We started with the hearts of palm salad ($10). Hearts of palm are the inner core of a palm tree. While some people would shun the idea of eating the inside of a tree, I jumped at the chance to eat the inside of something besides your mother for a change. The salad featured thinly sliced palm hearts (which taste like artichokes), frisee, and satsuma wedges. The secret weapon was a VANILLA BEAN vinaigrette, which blew the fuck out of my mind. It was bold and innovative and left me feeling like one of those wide eyed Chinese kids you always see playing with a butterfly in commercials about “technology.”

Next up came the Muscovy Salami ($11). Muscovy is a kind of duck. Salami is a kind of awesomeness, solidified into sausage form. To paraphrase the old Reese's Peanut Butter Cups slogan, they're the two great tastes that kick so much ass together you'd let Mike Tyson molest you to taste them. The thinly sliced muscovy salami was dense, chewy, and studded inside with whole peppercorns. It was accompanied by a small ramekin of raspberry mostardo, which is just a fancy name for jam and mustard mixed together.

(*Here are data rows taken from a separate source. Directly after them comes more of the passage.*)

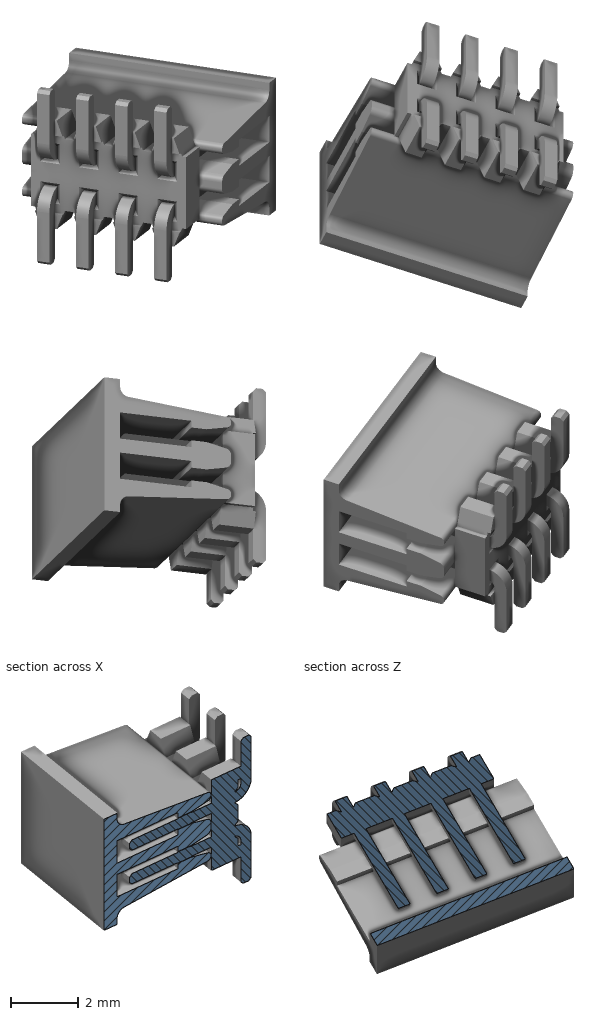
import cadquery as cq


overall_depth = 5.5
overall_height = 5.5
columns = 4
pitch = 1.27
pin = 0.4
pin_tip_y = 4.55
pin_chamfer = 0.1
bend_inner_radius = 0.25
row_z = pitch / 2

block_width = 5.045
block_height = 2.275
block_front_y = 0.5
block_rear_y = 1.5
tooth_front_y = pin
tooth_tip_z = 1.715
tooth_base_width = 0.975
tooth_tip_width = 0.52
recess_height = 2.47
funnel_width = 0.64
funnel_depth = (funnel_width - pin) / 2

cap_width = 6.5
cap_height = 4.2
wall = 0.5
wall_front_y = overall_depth - wall
arm_nose_y = block_rear_y
slot_height = 0.825
grip_rear_y = 2.75
grip_front_y = 2.275
grip_relief = 0.16
outer_arm_root_z = 1.59
outer_arm_nose_z = 1.29
root_radius = 0.29
outer_nose_radius = 0.15
middle_nose_radius = 0.2

pin_inner_z = row_z - pin / 2
pin_outer_z = row_z + pin / 2
slot_inner_z = row_z - slot_height / 2
slot_outer_z = row_z + slot_height / 2
column_x = [(i - (columns - 1) / 2) * pitch for i in range(columns)]


def mirrored(shape):
    """Shape joined with its mirror image below the plane Z = 0."""
    return shape.union(shape.mirror("XY"))


def across_cap(points):
    """Prism with a (Y, Z) outline, running the full width of the cap."""
    return cq.Workplane("YZ").polyline(points).close().extrude(cap_width / 2, both=True)


def outer_arm():
    """Tapered upper arm with its grip pressing down on the upper row."""
    arm = across_cap([
        (wall_front_y, outer_arm_root_z),
        (arm_nose_y, outer_arm_nose_z),
        (arm_nose_y, pin_outer_z + grip_relief),
        (grip_front_y, pin_outer_z),
        (grip_rear_y, pin_outer_z),
        (grip_rear_y, slot_outer_z),
        (wall_front_y, slot_outer_z),
    ])
    return arm.edges("|X and <Y").fillet(outer_nose_radius)


def middle_arm():
    """Arm between the rows, with a grip on its upper and lower side."""
    upper_side = [
        (wall_front_y, slot_inner_z),
        (grip_rear_y, slot_inner_z),
        (grip_rear_y, pin_inner_z),
        (grip_front_y, pin_inner_z),
        (arm_nose_y, pin_inner_z - grip_relief),
    ]
    lower_side = [(y, -z) for y, z in reversed(upper_side)]
    arm = across_cap(upper_side + lower_side)
    return arm.edges("|X and <Y").fillet(middle_nose_radius)


def make_cap():
    half = cap_height / 2
    cap = across_cap([
        (wall_front_y, -half),
        (wall_front_y, half),
        (overall_depth, half),
        (overall_depth, -half),
    ])
    cap = cap.union(mirrored(outer_arm())).union(middle_arm())
    for root_z in (outer_arm_root_z, -outer_arm_root_z):
        root_edge = cq.selectors.NearestToPointSelector((0, wall_front_y, root_z))
        cap = cap.edges(root_edge).fillet(root_radius)
    return cap


def tooth(x):
    """Trapezoidal tooth on top of the block, reaching forward behind a tail."""
    base_z = block_height / 2
    return (
        cq.Workplane("XZ", origin=(x, tooth_front_y, 0))
        .moveTo(-tooth_base_width / 2, base_z)
        .lineTo(-tooth_tip_width / 2, tooth_tip_z)
        .lineTo(tooth_tip_width / 2, tooth_tip_z)
        .lineTo(tooth_base_width / 2, base_z)
        .close()
        .extrude(tooth_front_y - block_rear_y)
    )


def funnel(x):
    """Tapered recess around an upper pin where it leaves the block."""
    return (
        cq.Workplane("XZ", origin=(x, block_front_y, row_z))
        .rect(funnel_width, funnel_width)
        .workplane(offset=-funnel_depth)
        .rect(pin, pin)
        .loft(ruled=True)
    )


def contact(x):
    """Upper pin: straight shaft, quarter bend and a tail pointing up."""
    bend_outer_radius = bend_inner_radius + pin
    bend_y = bend_outer_radius
    bend_z = pin_inner_z + bend_outer_radius
    tail_end_z = overall_height / 2
    diagonal = 0.5 ** 0.5
    strip = (
        cq.Workplane("YZ", origin=(x, 0, 0))
        .moveTo(pin_tip_y, pin_inner_z)
        .lineTo(bend_y, pin_inner_z)
        .threePointArc(
            (bend_y - bend_outer_radius * diagonal, bend_z - bend_outer_radius * diagonal),
            (0, bend_z),
        )
        .lineTo(0, tail_end_z)
        .lineTo(pin, tail_end_z)
        .lineTo(pin, bend_z)
        .threePointArc(
            (bend_y - bend_inner_radius * diagonal, bend_z - bend_inner_radius * diagonal),
            (bend_y, pin_outer_z),
        )
        .lineTo(pin_tip_y, pin_outer_z)
        .close()
        .extrude(pin / 2, both=True)
    )
    return strip.edges("|X and (>Y or >Z)").chamfer(pin_chamfer)


def make_header():
    block = cq.Workplane("XY").box(block_width, block_rear_y - tooth_front_y, block_height)
    block = block.translate((0, (block_rear_y + tooth_front_y) / 2, 0))
    for x in column_x:
        block = block.union(mirrored(tooth(x)))

    recess = cq.Workplane("XY").box(block_width, block_front_y - tooth_front_y, recess_height)
    block = block.cut(recess.translate((0, (block_front_y + tooth_front_y) / 2, 0)))

    for x in column_x:
        block = block.cut(funnel(x)).cut(funnel(x).mirror("XY"))
    for x in column_x:
        block = block.union(contact(x)).union(contact(x).mirror("XY"))
    return block


cap = make_cap()
header = make_header()
result = cq.Compound.makeCompound([*cap.solids().vals(), *header.solids().vals()])

The bacon wrapped cod was at $18 the most expensive thing we ordered, but it was worth it, though not merely because it was wrapped in bacon, which I find is too easy. Wrapping stuff in bacon is the culinary equivalent of saying “Hitler was a bad guy.” Not a difficult position to justify. It's too easy because ANYONE can wrap ANYTHING in bacon and it will taste good. You could wrap a leper's used condom in bacon and eat it, and not only would you not puke, you'd reminisce about that meal years later. That's how powerful a tool bacon wrapping is. While the cod was creamy and succulent with a perfectly crisped corona of bacon, it wasn't the best part. No, surprisingly the highlight of the bacon wrapped cod was the SAUCE: a black truffle and celery root cream broth. The celery root gave the sauce a fresh woodsy base, while the truffle came through with that subtle organic, almost petroleum bouquet of flavor which justifies the fact that perigord truffles cost $400 a pound. The sauce was so good I soon found myself in imitation of the dude seated next to us, wiping up the sauce with first bread and then, when I ran out of bread, my fingers. I would've licked that sauce off of ANYTHING. I would've licked the sauce off of an electric fence while peeing on another nearby electric fence at the same time. That's how damn tasty it was.

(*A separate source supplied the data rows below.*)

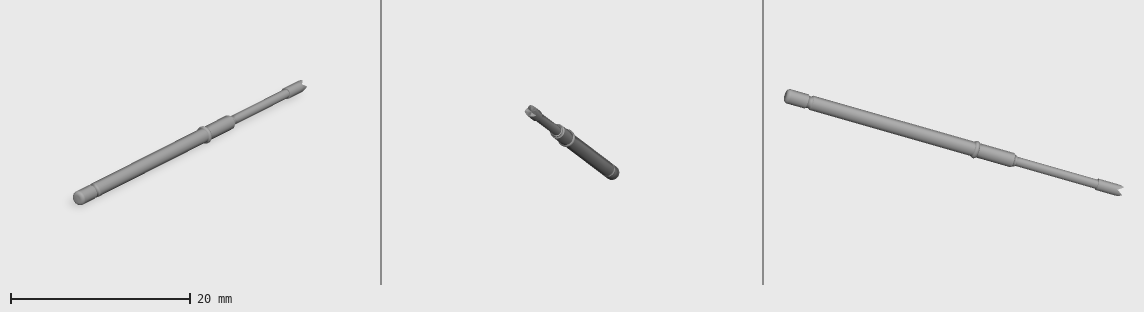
import math

import cadquery as cq

total_length = 40.2

head_diameter = 1.3
head_length = 3.0
shaft_diameter = 1.05

tooth_count = 4
tooth_depth = 0.7

barrel_diameter = 1.65
barrel_start = 12.75
mouth_diameter = 1.3
mouth_length = 0.35
tail_fillet = 0.4

ring_diameter = 2.0
ring_center = 17.53
ring_width = 0.55

groove_center = 37.4
groove_width = 0.6
groove_depth = 0.15

head_radius = head_diameter / 2
shaft_radius = shaft_diameter / 2
barrel_radius = barrel_diameter / 2
mouth_radius = mouth_diameter / 2
ring_radius = ring_diameter / 2

arc_mid = math.sqrt(0.5)

tip_y = total_length / 2
tail_y = -total_length / 2


def station(distance_from_tip):
    """Y coordinate at a distance back from the crown tip."""
    return tip_y - distance_from_tip


def make_turned_body():
    """Half profile (radius along X) revolved about the Y axis."""
    ring_y = station(ring_center)
    groove_y = station(groove_center)
    mouth_y = station(barrel_start)
    mouth_rise = barrel_radius - mouth_radius
    fillet_inset = tail_fillet * (1 - arc_mid)

    profile = (
        cq.Workplane("XY")
        .moveTo(0, tip_y)
        .lineTo(head_radius, tip_y)
        .lineTo(head_radius, station(head_length))
        .lineTo(shaft_radius, station(head_length))
        .lineTo(shaft_radius, mouth_y)
        .lineTo(mouth_radius, mouth_y)
        .threePointArc(
            (mouth_radius + mouth_rise * (1 - arc_mid), mouth_y - mouth_length * arc_mid),
            (barrel_radius, mouth_y - mouth_length),
        )
        .lineTo(barrel_radius, ring_y + ring_width / 2)
        .threePointArc((ring_radius, ring_y), (barrel_radius, ring_y - ring_width / 2))
        .lineTo(barrel_radius, groove_y + groove_width / 2)
        .threePointArc(
            (barrel_radius - groove_depth, groove_y),
            (barrel_radius, groove_y - groove_width / 2),
        )
        .lineTo(barrel_radius, tail_y + tail_fillet)
        .threePointArc(
            (barrel_radius - fillet_inset, tail_y + fillet_inset),
            (barrel_radius - tail_fillet, tail_y),
        )
        .lineTo(0, tail_y)
        .close()
    )
    return profile.revolve(360, (0, 0, 0), (0, 1, 0))


def make_crown_notch(angle):
    """V-shaped cutter across the head, turned about the Y axis by an angle in degrees."""
    half_width = head_radius * math.sin(math.pi / tooth_count)
    cutter = (
        cq.Workplane("XY")
        .moveTo(0, tip_y - tooth_depth)
        .lineTo(half_width, tip_y)
        .lineTo(-half_width, tip_y)
        .close()
        .extrude(head_diameter, both=True)
    )
    return cutter.rotate((0, 0, 0), (0, 1, 0), angle)


result = make_turned_body()

tooth_pitch = 360 / tooth_count
for notch in range(tooth_count // 2):
    result = result.cut(make_crown_notch((notch + 0.5) * tooth_pitch))

The roast squab ($17) was tiny, delicate and meatier tasting than prime rib. Part of the unique pleasure of eating squab is the sensation of feeling like a giant when you hold the squab's miniscule drumstick in your hand. I guess I bellowed “Fee Fie Fo Fum” too many times because the waiter glared at me. But it was worth it. Note: squab is baby PIGEON MEAT. Who would have thought that such a tasty fellow could eventually grow up to shit on the worlds freshly washed cars?

Dessert was the malt ice cream. $8 is pricey for ice cream, but we got a pretty big scoop of it and it came adorned with a chewy caramel wafer stuck vertically into the scoop like a sail. Normally I'm not that big on ice cream but it really did taste like the inside of a malted milk ball, like Easter in a bowl.

Lark is awesome. The food is good enough to prompt men with otherwise good table manners to lick sauce off their fingers. The service is friendly and helpful without being annoying. The menu is very innovative without seeming trendy, precious or gimmicky. Perhaps best of all, Lark's management specifically prohibits people with fucked up ears from eating there. I personally guarantee that the previous sentence is completely, 100,000,000% absolutely true without a trace of falsehood. And if you believe that Lark would actually bar people with disfigured ears from eating at the restaurant, you're probably also one of those people who believe that college kids frequently wake up kidneyless in bathtubs of ice after a drunken evening with a beautiful stranger. So go fuck yourself. But before you do that, go to Lark.

Rating: 9 fuck ears out of 10.

Lark on Urbanspoon

1 comment:

Sassy Critic said...

Heartily agree with you on Lark. So far it is one of the (maybe the only) restaurants in Seattle that hasn't hugely disappointed me.

And by the way, the hostess person at Delancy offered to call me on my cell phone after she told me about the 40 minute wait for a table.